*EXERCISE INPUTS*
^^^^
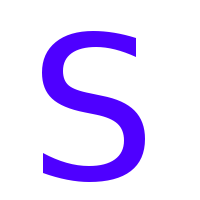
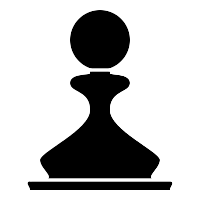
Layers edited between the first and the second (200, 200) image:
hid "S", painted on it over (x1=42, y1=31, x2=145, y2=182)
added layer "Layer #2" above "Layer" over (x1=27, y1=10, x2=173, y2=190)
painted on "Layer" over (x1=27, y1=10, x2=173, y2=190)
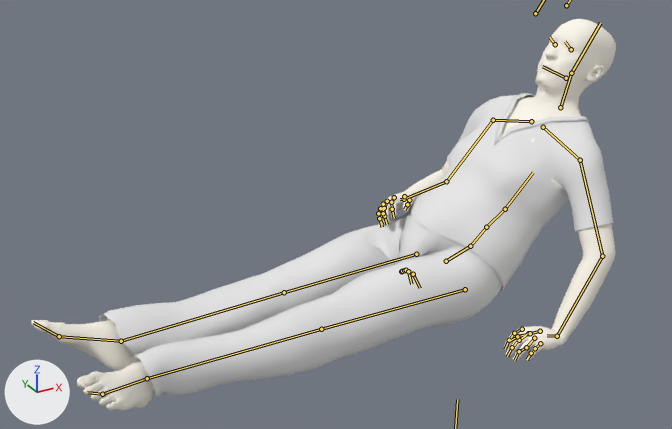
An edit to the Blender file blend/man/m1_B_GastricFeeding.blend, drawn before and after from the same camera.
Both versions are drawn from a camera (50 mm lens) standing at (-0.882, -1.502, 2.221) and looking at (0.344, 0.727, 1.106). Every picture has the same lights, and +X, +Y and +Z are marked at lower left. Both versions are drawn at frame 240 of the action 'm0099_sit_in_bed'; the numbers are the values there. The bones that bend it are drawn over the model as lines.

Objects in the first picture: 'M1:Adult_male_genitalia', 'M1:Harvey_fscrubbottoms2', 'M1:Harvey_fscrubtop2'.
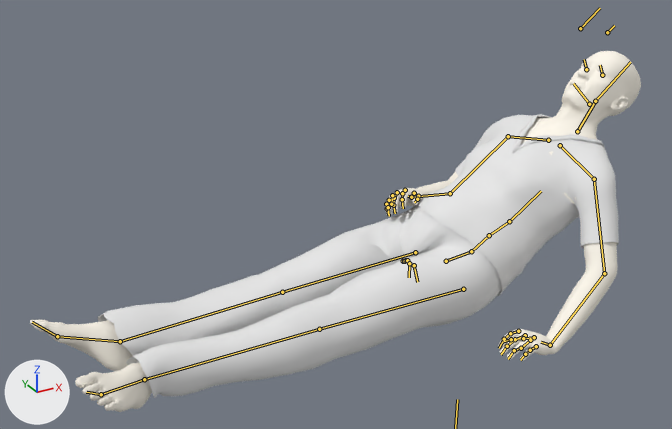
What differs and where, as boxes [x1, y1, x2, y2] in the pictures (672 x 429 px):
'M1:Harvey_fscrubbottoms2', posed
    before: [99, 209, 503, 397]
    after: [98, 205, 502, 398]
'M1:Harvey_fscrubtop2', posed (8% shorter)
    before: [408, 93, 613, 291]
    after: [413, 114, 619, 296]
'M1:Adult_male_genitalia', posed (8% shorter)
    before: [31, 19, 616, 411]
    after: [30, 51, 641, 412]
'M1:High-poly', posed
    before: [550, 41, 572, 49]
    after: [583, 65, 604, 74]
bone 'pelvis', root to tip
    before: (446, 261) to (470, 246)
    after: (446, 261) to (471, 251)
bone 'neck_01', root to tip
    before: (560, 107) to (571, 73)
    after: (577, 131) to (595, 101)

The change in detail:
Bone 'pelvis' (bone_pelvis) turns from (11, -63, -84) to (1, -63, -86) degrees about its own x, y and z.
Bone 'neck_01' (bone_neck_01) turns from (-3, 0, 2) to (-8, 0, 2) degrees about its own x, y and z.
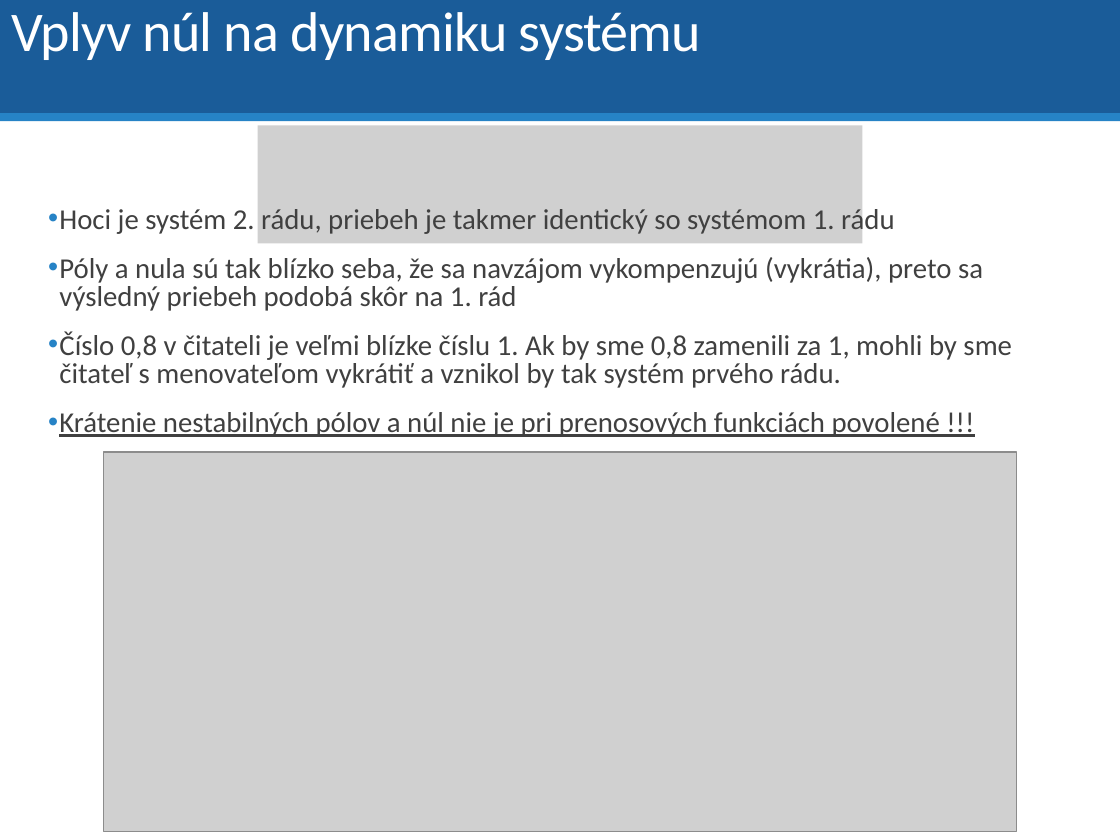
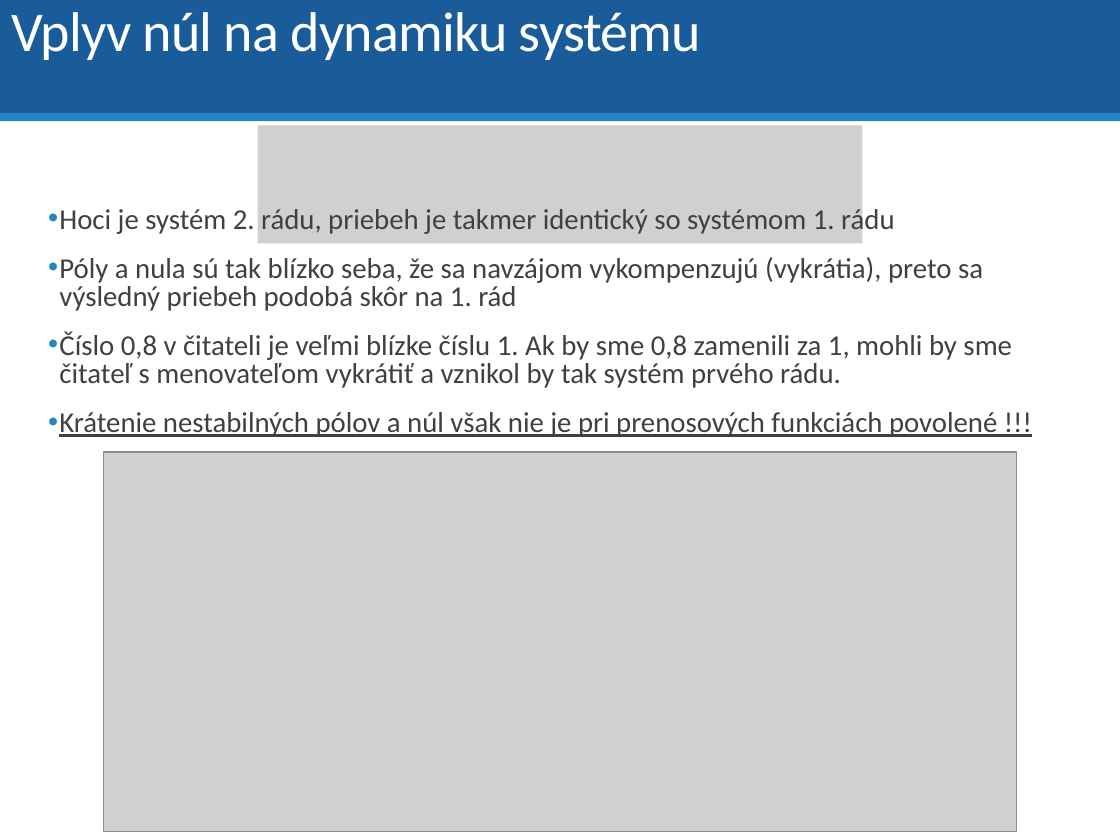
Before and after one commit to dodekm/TeamProjektKybernetika, a slide deck: slide 24 of Nove prednasky/P4 Vlastnosti prenosovych funkcii.pptx (slide 37 before the commit). Drawn at 1120x840 pixels with LibreOffice and Linux fonts; fonts in the diff are those of the drawing; grey boxes stand for pictures. Boxes give left, top, right and bottom in pixels: in the first picture for what was removed or moved away, otherwise in the second. Text is boxed around its words. In the diff, an @@ line names an element or a change of style, - is before the commit and + after.

```diff
--- a/Nove prednasky/P4 Vlastnosti prenosovych funkcii.pptx
+++ b/Nove prednasky/P4 Vlastnosti prenosovych funkcii.pptx
@@ text at (59,412,997,437): text changed @@
-• Krátenie nestabilných pólov a núl nie je pri prenosových funkciách povolené !!!
+• Krátenie nestabilných pólov a núl však nie je pri prenosových funkciách povolené !!!
```
Also in this commit, not shown: 17 other slides changed.
^^^^
Leaving the images out, print the records above exactly.

*THE COMPLETED TASK*
Layers edited between the first and the second (200, 200) image:
hid "S", painted on it over (x1=42, y1=31, x2=145, y2=182)
added layer "Layer #2" above "Layer" over (x1=27, y1=10, x2=173, y2=190)
painted on "Layer" over (x1=27, y1=10, x2=173, y2=190)
An edit to the Blender file blend/man/m1_B_GastricFeeding.blend, drawn before and after from the same camera.
Both versions are drawn from a camera (50 mm lens) standing at (-0.882, -1.502, 2.221) and looking at (0.344, 0.727, 1.106). Every picture has the same lights, and +X, +Y and +Z are marked at lower left. Both versions are drawn at frame 240 of the action 'm0099_sit_in_bed'; the numbers are the values there. The bones that bend it are drawn over the model as lines.

Objects in the first picture: 'M1:Adult_male_genitalia', 'M1:Harvey_fscrubbottoms2', 'M1:Harvey_fscrubtop2'.
What differs and where, as boxes [x1, y1, x2, y2] in the pictures (672 x 429 px):
'M1:Harvey_fscrubbottoms2', posed
    before: [99, 209, 503, 397]
    after: [98, 205, 502, 398]
'M1:Harvey_fscrubtop2', posed (8% shorter)
    before: [408, 93, 613, 291]
    after: [413, 114, 619, 296]
'M1:Adult_male_genitalia', posed (8% shorter)
    before: [31, 19, 616, 411]
    after: [30, 51, 641, 412]
'M1:High-poly', posed
    before: [550, 41, 572, 49]
    after: [583, 65, 604, 74]
bone 'pelvis', root to tip
    before: (446, 261) to (470, 246)
    after: (446, 261) to (471, 251)
bone 'neck_01', root to tip
    before: (560, 107) to (571, 73)
    after: (577, 131) to (595, 101)

The change in detail:
Bone 'pelvis' (bone_pelvis) turns from (11, -63, -84) to (1, -63, -86) degrees about its own x, y and z.
Bone 'neck_01' (bone_neck_01) turns from (-3, 0, 2) to (-8, 0, 2) degrees about its own x, y and z.
Before and after one commit to dodekm/TeamProjektKybernetika, a slide deck: slide 24 of Nove prednasky/P4 Vlastnosti prenosovych funkcii.pptx (slide 37 before the commit). Drawn at 1120x840 pixels with LibreOffice and Linux fonts; fonts in the diff are those of the drawing; grey boxes stand for pictures. Boxes give left, top, right and bottom in pixels: in the first picture for what was removed or moved away, otherwise in the second. Text is boxed around its words. In the diff, an @@ line names an element or a change of style, - is before the commit and + after.

```diff
--- a/Nove prednasky/P4 Vlastnosti prenosovych funkcii.pptx
+++ b/Nove prednasky/P4 Vlastnosti prenosovych funkcii.pptx
@@ text at (59,412,997,437): text changed @@
-• Krátenie nestabilných pólov a núl nie je pri prenosových funkciách povolené !!!
+• Krátenie nestabilných pólov a núl však nie je pri prenosových funkciách povolené !!!
```
Also in this commit, not shown: 17 other slides changed.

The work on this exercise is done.